Both quotes came from here.

Thankfully, the people of the US have as Jefferson put it, “the rational and peaceable instrument of reform”, the ballot.

Alas it is today unfortunately true: Who you cast that ballot for in 2020 for President and United States Senate is critical to the continuance to your right to bear arms. I’d run ads in key states saying exactly that.

Trained and Trusted: Militias and the Second Amendment

This is the second in the Lincoln-Douglas Debates II series – the Sanders-Scott Debates. The first entries, on abortion policy, are here and here. You can read Sandy’s entry on this issue at Virginia Right. Crossposted at Virginia Right.

Military service taught me a lot about weapons.  No Army officer would issue a sidearm, rifle, or tank to anyone who had not demonstrated training proficiency and trustworthiness.  We didn’t let just anyone walk around armed.  

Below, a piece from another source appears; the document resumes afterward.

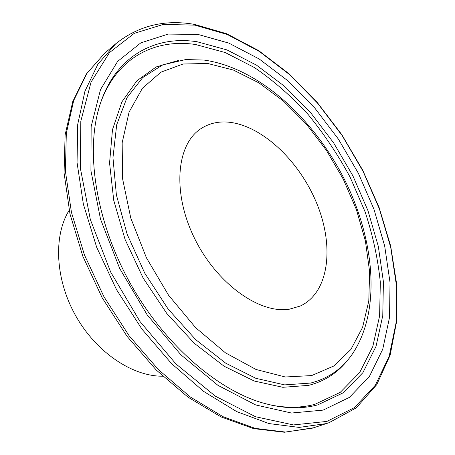 <?xml version="1.0" encoding="UTF-8"?>
<svg xmlns="http://www.w3.org/2000/svg" width="455" height="455" viewBox="0 0 455 455"><rect width="100%" height="100%" fill="white"/><g stroke="black" fill="none" stroke-linecap="round" stroke-linejoin="round"><path stroke-width="0.68" d="M227.204 122.059C217.206 121.428 208.316 123.715 200.536 128.924C176.46 144.679 172.081 192.624 194.404 238.05C216.5 283.556 259.674 314.234 289.522 309.161L300.277 306.027C329.17 292.645 334.499 246.468 316.839 203.601C299.373 160.638 261.085 124.431 227.204 122.059M69.177 210.25C53.275 235.912 55.152 279.347 75.74 315.844C96.278 352.375 132.445 376.495 162.634 376.2M197.197 41.769C153.454 34.921 112.266 57.711 98.178 110.855C85.898 156.31 97.165 224.605 131.023 284.705C164.864 344.822 217.427 389.861 262.666 402.92C283.021 408.675 301.403 409.318 317.812 404.848L343.349 392.739L362.863 372.708L376.001 346.437L382.769 315.616L383.411 281.799L378.327 246.405L367.976 210.688L352.875 175.789L333.566 142.773L310.628 112.652L284.716 86.444L256.557 65.184L227.034 49.942L197.197 41.769M271.317 405.138C287.19 408.146 301.699 407.879 314.854 404.33L340.249 392.352L359.689 372.514L372.81 346.483L379.607 315.918L380.323 282.379C377.974 259.031 372.901 235.514 365.098 211.825L350.134 177.205C338.042 154.831 324.068 133.958 308.211 114.586C291.473 96.358 273.574 80.689 254.51 67.59L225.191 52.535L195.565 44.51C155.309 38.459 117.265 57.199 100.765 102.312M323.141 410.109L349.4 397.391L369.375 376.512L382.735 349.252L389.531 317.357L390.032 282.441L384.668 245.945L373.925 209.146L358.33 173.201L338.44 139.179L314.843 108.114L288.186 81.03L259.214 58.996L228.802 43.094L198.027 34.438L168.179 34.074L140.805 42.884L117.635 61.391L100.504 89.572L91.148 126.604L90.926 170.71L100.521 219.162L119.693 268.478L147.175 314.86L180.828 354.746L217.939 385.339L255.67 404.939L291.422 413.032L323.141 410.109M313.842 427.728L284.443 432.25L253.64 428.621L221.079 416.934L188.103 397.226L156.247 370.029L127.099 336.387L102.204 297.843L82.856 256.336L69.985 213.981L64.064 172.883L65.111 134.925L72.737 101.636L86.245 74.137L104.696 53.195L115.689 43.828L97.933 64.144L84.949 91.188L77.725 124.346L77.049 162.532L83.367 204.17L96.693 247.298L116.548 289.704L141.96 329.153L171.546 363.608L203.686 391.448L236.697 411.599L268.979 423.571L299.157 427.41L326.155 423.605L329.062 422.695L356.282 407.834L376.729 384.68L390.145 355.179L396.675 321.173L396.686 284.29L390.657 245.973L379.117 207.497L362.618 169.999L341.711 134.526L316.981 102.113L289.067 73.79L258.69 50.624L226.715 33.755L194.2 24.337M326.906 421.415L354.479 407.578L375.335 385.214L389.184 356.254L396.123 322.555L396.487 285.808L390.737 247.497L379.407 208.947L363.05 171.319L342.234 135.698L317.55 103.131L289.659 74.677L259.293 51.421L227.346 34.512L194.922 25.127L163.362 24.411L134.27 33.346L109.507 52.57L91.051 82.127L80.814 121.218L80.313 167.992L90.34 219.537L110.679 272.079L139.969 321.48L175.869 363.869L215.431 396.22L255.545 416.735L293.435 424.93L326.906 421.415M104.696 53.195L86.842 73.522L73.721 100.464L66.316 133.4L65.406 171.234L71.452 212.417L84.471 255.005L103.996 296.825L129.066 335.676L158.351 369.579L190.236 396.936L223.058 416.7L255.232 428.388L285.387 432.045L312.443 428.155L329.062 422.695M203.903 60.054L185.708 59.554L162.725 64.86L142.716 77.56L126.973 97.671L116.707 124.721L112.959 157.68L116.389 194.916L127.15 234.251L144.764 273.165L168.157 309.082L195.735 339.669L225.612 363.118L255.852 378.321L284.665 384.885L310.577 383.07C327.992 378.583 341.773 369.113 351.914 354.673C381.717 311.243 374.869 239.648 344.094 178.701C312.995 117.811 258.474 67.949 204.505 60.134M311.641 375.58L333.754 366.03L350.868 349.503L362.578 327.367L368.789 301.011L369.636 271.806L365.405 241.008L356.475 209.783L343.298 179.202L326.366 150.269L306.243 123.948L283.539 101.181L258.969 82.901L233.364 70.042L207.696 63.478L183.109 64.001L160.877 72.18L142.398 88.287L129.078 112.089L122.168 142.779L122.594 178.821L130.773 218.053L146.425 257.809L168.56 295.221L195.57 327.611L225.447 352.83L256.029 369.477L285.319 376.99L311.641 375.58M178.679 60.367L156.23 66.936L136.898 80.78L121.929 101.84L112.493 129.607L109.564 162.998L113.739 200.342L125.097 239.501L143.126 278.011L166.729 313.37L194.342 343.349L224.122 366.241L254.191 381.006L282.811 387.296L308.57 385.379C324.608 381.256 337.61 372.878 347.575 360.258M194.046 24.314C164.431 19.264 138.314 25.77 115.689 43.828"/></g></svg>

I learned to use weapons when necessary but to secure them at all times.  No shame fell more heavily on a soldier than when he or she lost, misused, or simply could not control an assigned weapon. I simply don’t understand how people can so cavalierly support the idea that more firearms, in the hands of just anyone who wants to have one, could possibly make society safer – or that people who misuse or fail to secure those weapons should not face punishment.

Arming random citizens does not make us safer. To be sure, a firearm owner will, from time to time, use a firearm in self-defense. When this happens, it can stop crime and even save lives. More often someone uses the weapon to inflict harm on others or themselves. Someone steals a rifle and uses it to kill several people and then commit suicide. Every year, 23K Americans use their own weapon and skip the first step. Or the owner leaves it on a coffee table where a toddler finds it and plays a bit of tragic shoot-out with another child. Or drops it and accidently shoots someone in a grocery store. These are all failures we can minimize with more training, just as we did in the Army, but simply putting more guns into circulation will not stop this. Guns don’t save lives any more than they kill people. People save lives, with or without a gun, by knowing what they’re doing.